• [What is required]: The expected response is a copy of every line in the entries below that includes the word "보살핌에".

Source data
────────────────
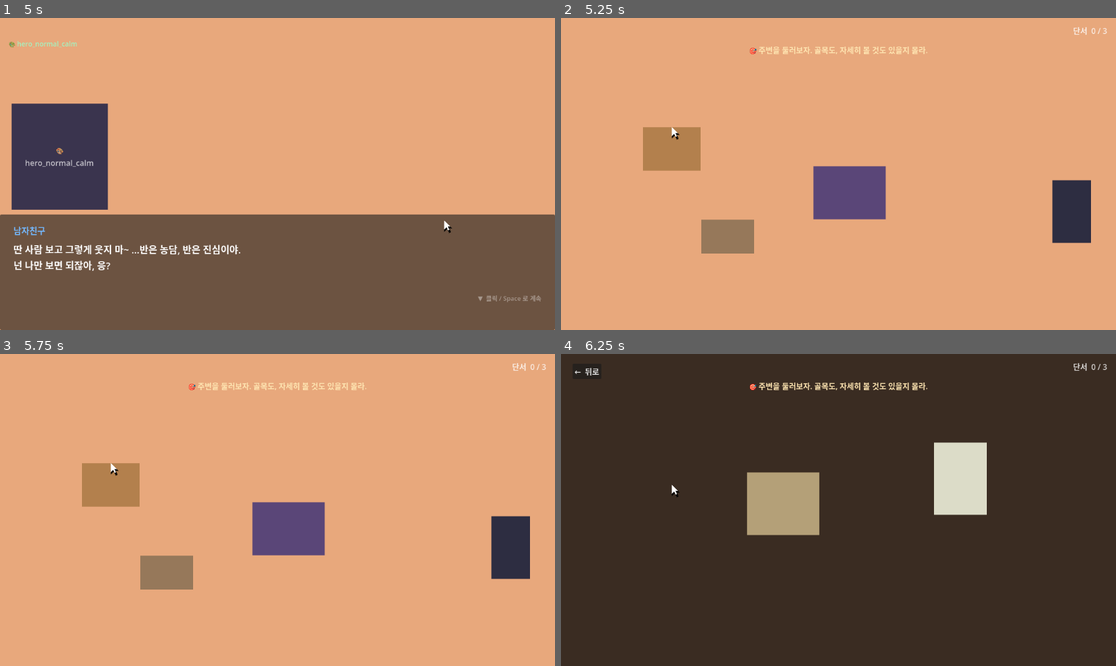
Above: before the commit, frames 1-4 (two rows, left to right).
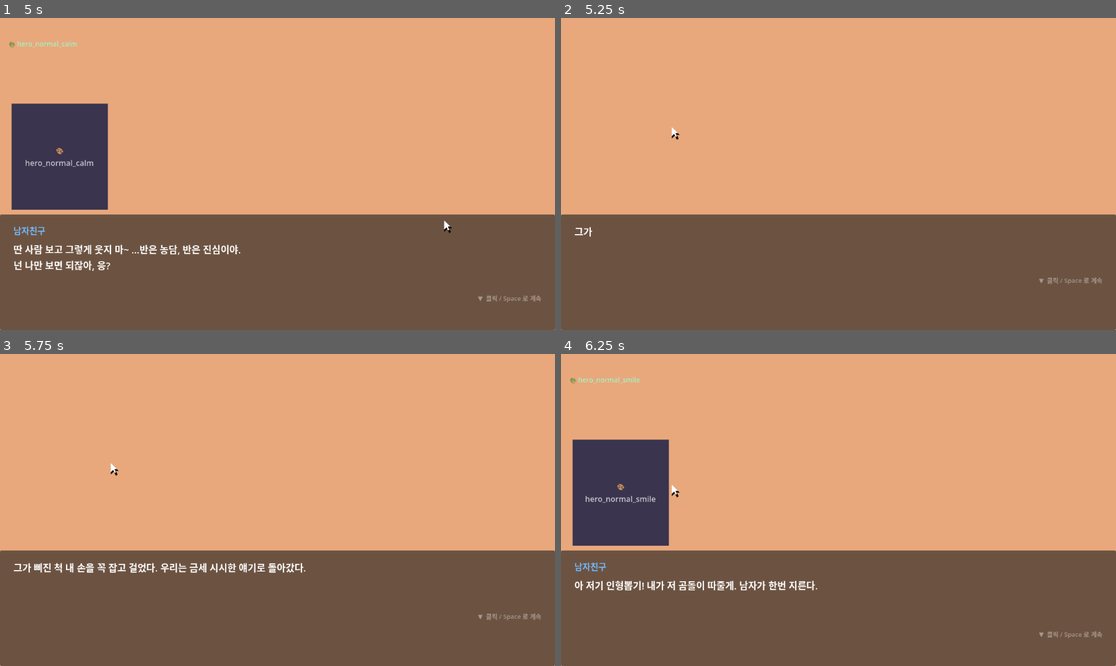
Above: after the commit, the same moments.

Repository: yellyB/game-65percnt
Game: Godot game, scene res://scenes/Main.tscn
The game is run twice, just before and just after one commit, with the same random seed, the same clock (stepped at 60 frames per second) and the same inputs.
Inputs (mouse positions are in pixels of both pictures, inside the frame that each line leads up to):
- Up to frame 1 (5 s): click "▶ 처음부터 시작" at 0.5 s; tap Enter (ui_accept) at 1.25, 1.52, 2, 2.27, 3.5, 3.77, 4.25, 4.52 s; move the mouse to (399, 158) at 1.27 s; tap Space at 1.35 s; click (399, 158) at 1.42 s; move the mouse to (166, 189) at 2.02 s; tap 0 at 2.1 s; click (166, 189) at 2.17 s; move the mouse to (333, 105) at 2.77 s; tap 9 at 2.85 s; click (333, 105) at 2.92 s; move the mouse to (249, 236) at 3.52 s; tap Backspace at 3.6 s; click (249, 236) at 3.67 s; move the mouse to (444, 220) at 4.27 s; tap Keypad Enter at 4.35 s; click (444, 220) at 4.42 s
- Up to frame 2 (5.25 s): tap Enter (ui_accept) at 5 s; move the mouse to (672, 127) at 5.02 s; tap Space at 5.1 s; click (672, 127) at 5.17 s
- Up to frame 3 (5.75 s): tap Enter (ui_accept) at 5.27 s
- Up to frame 4 (6.25 s): tap Enter (ui_accept) at 5.75 s; move the mouse to (672, 485) at 5.77 s; tap 0 at 5.85 s; click (672, 485) at 5.92 s

Frame 1 is identical in both runs. In frame 2, 42% of the frame differs, in the area x 0-100%, y 2-100%; in frame 3, 42%; in frame 4, 100%, in the area x 0-100%, y 0-100%.

Commit message:
➕추가 씬 전부 채움: 프롤로그 티키타카 + 각 챕터 디브리핑 + 감옥 면회/출소 몽타주 + 엔딩 정적
- 프롤로그: 인형뽑기 티키타카 + '궁합 몇 프로' 떡밥 (진짜 커플 케미)
- 챕터1 디브리핑: 현실의 조건부 선호 씨앗을 가볍게
- 챕터2 디브리핑: 보살핌에 감동 + '의존을 예뻐함' 양념
- 챕터3 감옥: 면회 몽타주(헌신→반복→지침) + 출소~재회(새 사람·죄책감·닳은 마음)
- 챕터4: 65% 뒤 긴 정적 씬 추가
- SCENES.md 추가완료 표기, Story 구식 주석 정리

Co-Authored-By: Claude Opus 4.8 <noreply@anthropic.com>

Diff:
--- a/godot/scripts/Story.gd
+++ b/godot/scripts/Story.gd
@@ -25,6 +25,13 @@
 		{"t": "line", "who": "heroine", "key": "pr_heroine_who"},
 		{"t": "line", "who": "hero", "key": "pr_hero_mine", "expr": "hero_normal_calm"},
 		{"t": "line", "who": "narrator", "key": "pr_mono_romantic"},
+		# 일상 티키타카 (진짜 다정한 커플 케미 + 65% 떡밥)
+		{"t": "line", "who": "narrator", "key": "pr_banter_narr"},
+		{"t": "line", "who": "hero", "key": "pr_banter_hero1", "expr": "hero_normal_smile"},
+		{"t": "line", "who": "heroine", "key": "pr_banter_heroine1"},
+		{"t": "line", "who": "hero", "key": "pr_banter_hero2", "expr": "hero_normal_calm"},
+		{"t": "line", "who": "heroine", "key": "pr_banter_heroine2"},
+		{"t": "line", "who": "narrator", "key": "pr_banter_mono"},
 		# 축제 둘러보기 (거리↔골목 + 줌인 + 숨은 고양이) → 부스 골목으로
 		# ▼ 다중 방(거리↔골목) + 줌인(포장마차) 쇼케이스
 		{"t": "explore", "data": {"goal": "ex_fest_goal", "start": "street", "rooms": {
@@ -156,6 +163,11 @@
 		{"t": "line", "who": "system", "key": "mid_sys_end"},
 		{"t": "line", "who": "hero", "key": "t1_debrief_hero", "expr": "hero_normal_calm"},
 		{"t": "line", "who": "narrator", "key": "t1_debrief_mono"},
+		# 디브리핑 심화 — 현실의 조건부 선호를 가볍게 (양념)
+		{"t": "line", "who": "hero", "key": "t1_debrief_hero2", "expr": "hero_normal_smile"},
+		{"t": "line", "who": "heroine", "key": "t1_debrief_heroine"},
+		{"t": "line", "who": "hero", "key": "t1_debrief_hero3", "expr": "hero_normal_smile"},
+		{"t": "line", "who": "narrator", "key": "t1_debrief_mono2"},
 		{"t": "line", "who": "hero", "key": "mid_hero_real", "expr": "hero_normal_smile"},
 		{"t": "line", "who": "heroine", "key": "mid_heroine_ok"},
 
@@ -206,6 +218,10 @@
 			{"key": "t2_c2", "gauge": -2, "reply": "t2_c2r"}]},
 		{"t": "line", "who": "hero", "key": "t2_debrief_hero", "expr": "hero_normal_smile"},
 		{"t": "line", "who": "narrator", "key": "t2_debrief_mono"},
+		# 디브리핑 소소한 대화 — 보살핌에 감동 + '의존을 예뻐함' 양념
+		{"t": "line", "who": "heroine", "key": "t2_debrief_heroine"},
+		{"t": "line", "who": "hero", "key": "t2_debrief_hero2", "expr": "hero_normal_smile"},
+		{"t": "line", "who": "narrator", "key": "t2_debrief_mono2"},
 		{"t": "line", "who": "heroine", "key": "t2_human"},
 
 		# ═══ 테스트 3 · 부녀 ═══
@@ -250,6 +266,13 @@
 		{"t": "minigame", "game": "keypad", "answer": "4231", "hint": "kp_prison_hint",
 		 "success": "kp_prison_reveal", "fail": "kp_prison_giveup", "flag": "truth"},
 		{"t": "line", "who": "narrator", "key": "t3_try"},
+		# 면회 몽타주 — 헌신 → 반복 → (지침)
+		{"t": "line", "who": "narrator", "key": "t3_v1_narr"},
+		{"t": "line", "who": "hero", "key": "t3_v1_hero", "expr": "hero_normal_pain"},
+		{"t": "line", "who": "narrator", "key": "t3_v1_mono"},
+		{"t": "line", "who": "narrator", "key": "t3_v2_narr"},
+		{"t": "line", "who": "hero", "key": "t3_v2_hero", "expr": "hero_normal_pain"},
+		{"t": "line", "who": "narrator", "key": "t3_v2_mono"},
 		{"t": "line", "who": "narrator", "key": "t3_tired"},
 		{"t": "line", "who": "hero", "key": "t3_hero_jail_obsess", "expr": "hero_normal_pain"},
 		{"t": "line", "who": "narrator", "key": "t3_mono_crack"},
@@ -270,7 +293,11 @@
 		{"t": "line", "who": "narrator", "key": "t3_release"},
 		{"t": "line", "who": "narrator", "key": "t3_relief"},
 		{"t": "line", "who": "narrator", "key": "t3_dating"},
+		# 출소~재회 사이 — 새 사람의 편안함 · 죄책감 · 닳아버린 마음
+		{"t": "line", "who": "narrator", "key": "t3_rel_new_narr"},
+		{"t": "line", "who": "narrator", "key": "t3_rel_guilt"},
 		{"t": "line", "who": "narrator", "key": "t3_debauch"},
+		{"t": "line", "who": "narrator", "key": "t3_rel_worn"},
 		{"t": "line", "who": "narrator", "key": "t3_meet"},
 		{"t": "line", "who": "hero", "key": "t3_cheat", "expr": "hero_normal_angry"},
 		{"t": "line", "who": "heroine", "key": "t3_youtoo2"},
@@ -307,7 +334,12 @@
 		{"t": "line", "who": "hero", "key": "res_hero_wow", "expr": "hero_normal_smile"},
 		{"t": "line", "who": "narrator", "key": "res_mono_wake2"},
 		{"t": "score"},
-
-		# ═══ 에필로그 (게이지로 분기) ═══
+		# 엔딩 직전 정적 — 밑바닥까지 본 두 사람의 긴 침묵
+		{"t": "line", "who": "narrator", "key": "res_silence_narr"},
+		{"t": "line", "who": "hero", "key": "res_silence_hero", "expr": "hero_normal_calm"},
+		{"t": "line", "who": "narrator", "key": "res_silence_mono"},
+		{"t": "line", "who": "narrator", "key": "res_silence_narr2"},
+
+		# ═══ 에필로그 (진엔딩 하나) ═══
 		{"t": "ending"},
 	]
--- a/godot/text/ko.gd
+++ b/godot/text/ko.gd
@@ -82,6 +82,13 @@
 	"pr_heroine_who": "어? 그냥 아는 오빠야, 왜~",
 	"pr_hero_mine": "딴 사람 보고 그렇게 웃지 마~ …반은 농담, 반은 진심이야.\n넌 나만 보면 되잖아, 응?",
 	"pr_mono_romantic": "가끔 이런 게 조금 과한가 싶다가도—\n그만큼 날 좋아해서겠지, 하고 나는 웃어넘겼다.",
+	# 일상 티키타카 (진짜 다정한 커플 케미 + 65% 떡밥)
+	"pr_banter_narr": "그가 삐진 척 내 손을 꼭 잡고 걸었다. 우리는 금세 시시한 얘기로 돌아갔다.",
+	"pr_banter_hero1": "아 저기 인형뽑기! 내가 저 곰돌이 따줄게. 남자가 한번 지른다.",
+	"pr_banter_heroine1": "…오빠 지난번에 3만 원 쓰고 열쇠고리 하나 건졌잖아ㅋㅋㅋ",
+	"pr_banter_hero2": "야, 그건 기계가 이상했던 거고. 오늘은 촉이 좋아. 딱 보면 알아.",
+	"pr_banter_heroine2": "그 촉으로 우리 궁합이나 좀 맞혀봐. 몇 프로 나올 것 같은데~",
+	"pr_banter_mono": "별것도 아닌 걸로 이렇게 웃을 수 있는 사람.\n…이런 시시한 하루가, 나는 참 좋았다.",
 	# 축제 둘러보기 출구 (부스 골목으로)
 	"ex_fest_booths_name": "오락 부스 골목",
 	"ex_fest_booths_lines": ["안쪽 골목에 오락 부스들이 늘어서 있다.", "슬슬, 놀아볼까?"],
@@ -200,6 +207,11 @@
 	"t1_mono_understand": "조금 서운했다. 근데 취향인 걸 어쩌겠어.\n…이 정도쯤은, 사랑하니까 이해하기로 했다.",
 	"t1_debrief_hero": "아까 진짜 웃겼다, 너 남자 버전. 목소리 완전 어색하고.\n근데 이상하게, 그래도 너인 건 알겠더라.",
 	"t1_debrief_mono": "나도 웃겨서 한참 웃었다.\n뭐가 됐든 우리라는 게, 좀 신기하기도 했다.",
+	# 디브리핑 심화 — 현실의 조건부 선호를 가볍게 (양념)
+	"t1_debrief_hero2": "근데 아까 네가 남자였을 때… 솔직히 좀 데면데면하더라, 나.\n역시 난 지금 네가 훨씬 좋아.",
+	"t1_debrief_heroine": "치, 뭐야~ 나는 오빠가 여자가 됐어도 똑같이 좋아했을 텐데.",
+	"t1_debrief_hero3": "에이, 그건 네가 착해서 그런 거고. 난 딱 지금 이대로의 네가 좋은 거야.",
+	"t1_debrief_mono2": "농담처럼 웃어넘겼지만—\n'지금 이대로'라는 말이, 왜인지 아주 살짝 걸렸다. …기분 탓이겠지.",
 	"t1_confused": "나는 어떻게 해야 할지 몰라 가만히 있었다.\n...뭐지, 이 어색함은.",
 	"t1_why": "...왜? 왜 그래?",
 	"t1_cant": "이건 도저히 못하겠어.\n널 사랑해. 하지만 난 원래 남자라고. 이런 건... 싫어!",
@@ -256,6 +268,10 @@
 	"t2_bond": "그래도 어떻게든, 우리는 교감했다.\n그리고 끝에는— 이제껏 느껴보지 못한 안정감과 유대감을 느꼈다.",
 	"t2_debrief_hero": "그래도… 아까 네가 나만 졸졸 따라다니던 거, 솔직히 좋았어.",
 	"t2_debrief_mono": "나만 따르던 게 좋았다니.\n…그 말이, 왜 이렇게 따뜻하게 들릴까.",
+	# 디브리핑 소소한 대화 — 보살핌에 감동 + '의존을 예뻐함' 양념
+	"t2_debrief_heroine": "근데 오빠, 아까 말도 안 통하는데 계속 밥 챙겨주고 쓰다듬어주고…\n좀 감동이었어, 나. 진짜로.",
+	"t2_debrief_hero2": "당연하지~ 네가 나만 졸졸 따라다니는데 어떻게 안 챙겨.\n…솔직히 그거, 은근 좋더라. 네가 나한테만 딱 붙어 있는 거.",
+	"t2_debrief_mono2": "'나한테만 딱 붙어 있는 거'라니.\n다정하게 들리면서도, 아주 조금은 간지러웠다. …왜였을까.",
 	"t2_sys_end": "테스트가 종료되었습니다.",
 	"t2_invalid": "야, 방금 건 무효야. 이건 남녀 간의 사랑이 아니라 생명체 간의 사랑이잖아!",
 	"t2_hero_love": "그치만 난 너한테 진짜 사랑을 느꼈는걸?\n많은 걸 희생하더라도 널 지켜주고 싶었고, 네가 죽을 때까지 곁에 있겠다고 다짐했어.",
@@ -296,6 +312,13 @@
 	"ex_prison_exit_name": "돌아가기",
 	"ex_prison_exit_lines": ["...오늘은 여기까지."],
 	"t3_try": "그를 꺼내주려고 아주 많은 노력을 했다.\n하지만 아동성범죄는 형량이 세서, 쉽게 나오게 할 수 없었다.",
+	# 면회 몽타주 — 헌신 → 반복 → (지침)
+	"t3_v1_narr": "처음 몇 달은, 일주일에 두 번씩 면회를 갔다. 영치금을 넣고, 편지를 썼다.",
+	"t3_v1_hero": "…너밖에 없다, 진짜. 네가 있어서 버텨.\n나 여기서 나가면, 진짜 잘할게. 약속해.",
+	"t3_v1_mono": "유리 너머 그 얼굴을 보면 마음이 아프면서도, 이상하게 뿌듯했다.\n내가 지켜줘야지. 그땐, 정말 그렇게 믿었다.",
+	"t3_v2_narr": "계절이 두 번 바뀌었다. 면회실의 대화는 점점 같은 말의 반복이 됐다.",
+	"t3_v2_hero": "언제쯤 나갈 수 있을까… 너 요즘 좀 피곤해 보인다.\n혹시 무슨 일 있어? …아니지?",
+	"t3_v2_mono": "괜찮다고 웃어 보였다. 근데 사실—\n매번 같은 길, 같은 유리, 같은 말이. 조금씩, 아주 조금씩 버거워지고 있었다.",
 	"t3_tired": "남자친구가 감옥에 갔으니 슬프긴 했다.\n하지만 결혼한 것도 아니고... 솔직히, 나는 점점 지쳐갔다.",
 	"t3_hero_jail_obsess": "여기서 매일 네 생각만 해. 자주 와줘, 응?\n…딴 데 신경 쓰지 말고. 너까지 없으면, 난 진짜 못 버텨.",
 	"t3_mono_crack": "자주 오겠다고 약속했다. 진심이었다.\n그런데— 3년이라는 시간은, 생각보다 훨씬 무거웠다.",
@@ -315,7 +338,11 @@
 	"t3_release": "근데 그 기계가 법적 문제에 휘말리면서,\n기적적으로 그가 감옥에서 나올 수 있게 됐다.",
 	"t3_relief": "관계는 악화됐지만... 그래도 다행이라고 생각했다.",
 	"t3_dating": "근데 사실, 나한테는 관심 가는 사람이 생겼다. 그냥 썸 초반 정도?\n너무 힘든 일을 겪어 의지하고 싶었고, 3년이면 충분히 노력했다고 할 수 있는 시간이었다.",
+	# 출소~재회 사이 — 새 사람의 편안함 · 죄책감 · 닳아버린 마음
+	"t3_rel_new_narr": "그 사람은 조용히 내 얘기를 들어줬다.\n아무것도 요구하지 않는 게, 그렇게 편할 수가 없었다.",
+	"t3_rel_guilt": "그러다 문득, 죄책감이 밀려왔다. 그는 아직 저 안에서 나를 기다리는데.\n…근데 나는, 대체 언제까지 기다려야 하는 걸까.",
 	"t3_debauch": "그는 감옥에 있을 땐 나밖에 없었는데,\n나오게 되니 다른 여자를 만날 수 있다는 생각에 바로 방탕하게 지냈다.",
+	"t3_rel_worn": "3년이라는 시간은, 나를 많이 바꿔놨다.\n설렘도, 미안함도— 이제는 다 닳아버린 것 같았다.",
 	"t3_meet": "그러다 길에서 우연히 마주쳤다.",
 	"t3_cheat": "우린 싸워서 잠시 시간을 갖는 중이었는데— 바람을 피다니!",
 	"t3_youtoo2": "\"너도 여자 만나잖아!\"",
@@ -345,6 +372,11 @@
 	"res_wake": "눈을 떠 보니, 우리는 축제의 천막 안에 있었다.\n둘 다 어안이 벙벙하고 실감이 안 나, 당황한 얼굴로 기계를 벗는다.",
 	"res_hero_wow": "와— 이거 진짜 실감났다. 어땠어? 우리, 완전 잘 맞지 않아?",
 	"res_mono_wake2": "세 번의 삶 내내, 그는 나를 원했다.\n……그 마음이 가끔은, 조금 버거울 만큼.",
+	# 엔딩 직전 정적 — 밑바닥까지 본 두 사람의 긴 침묵
+	"res_silence_narr": "65라는 숫자 아래에서, 우리 둘은 한동안 아무 말도 하지 않았다.",
+	"res_silence_hero": "…65면, 그래도 나쁘지 않은 거지? 응?",
+	"res_silence_mono": "나는 대답 대신, 그를 가만히 바라봤다.\n세 번의 삶에서 봐버린 것들이, 눈앞의 이 사람 위로 자꾸만 겹쳐졌다.",
+	"res_silence_narr2": "천막 밖은 여전히 축제 소리로 시끄러웠는데—\n이상하게, 우리 둘 사이만 조용했다.",
 
 	# ═══ 엔딩 (진엔딩 하나) ═══
 	"end_true": ["화면엔 65라는 숫자가 떠 있고, 배경엔 빵빠레와 축포가 계속 터졌다.",
Not shown, changed: godot/SCENES.md
────────────────
• [Response to this exercise]:
- 챕터2 디브리핑: 보살핌에 감동 + '의존을 예뻐함' 양념
+		# 디브리핑 소소한 대화 — 보살핌에 감동 + '의존을 예뻐함' 양념
+	# 디브리핑 소소한 대화 — 보살핌에 감동 + '의존을 예뻐함' 양념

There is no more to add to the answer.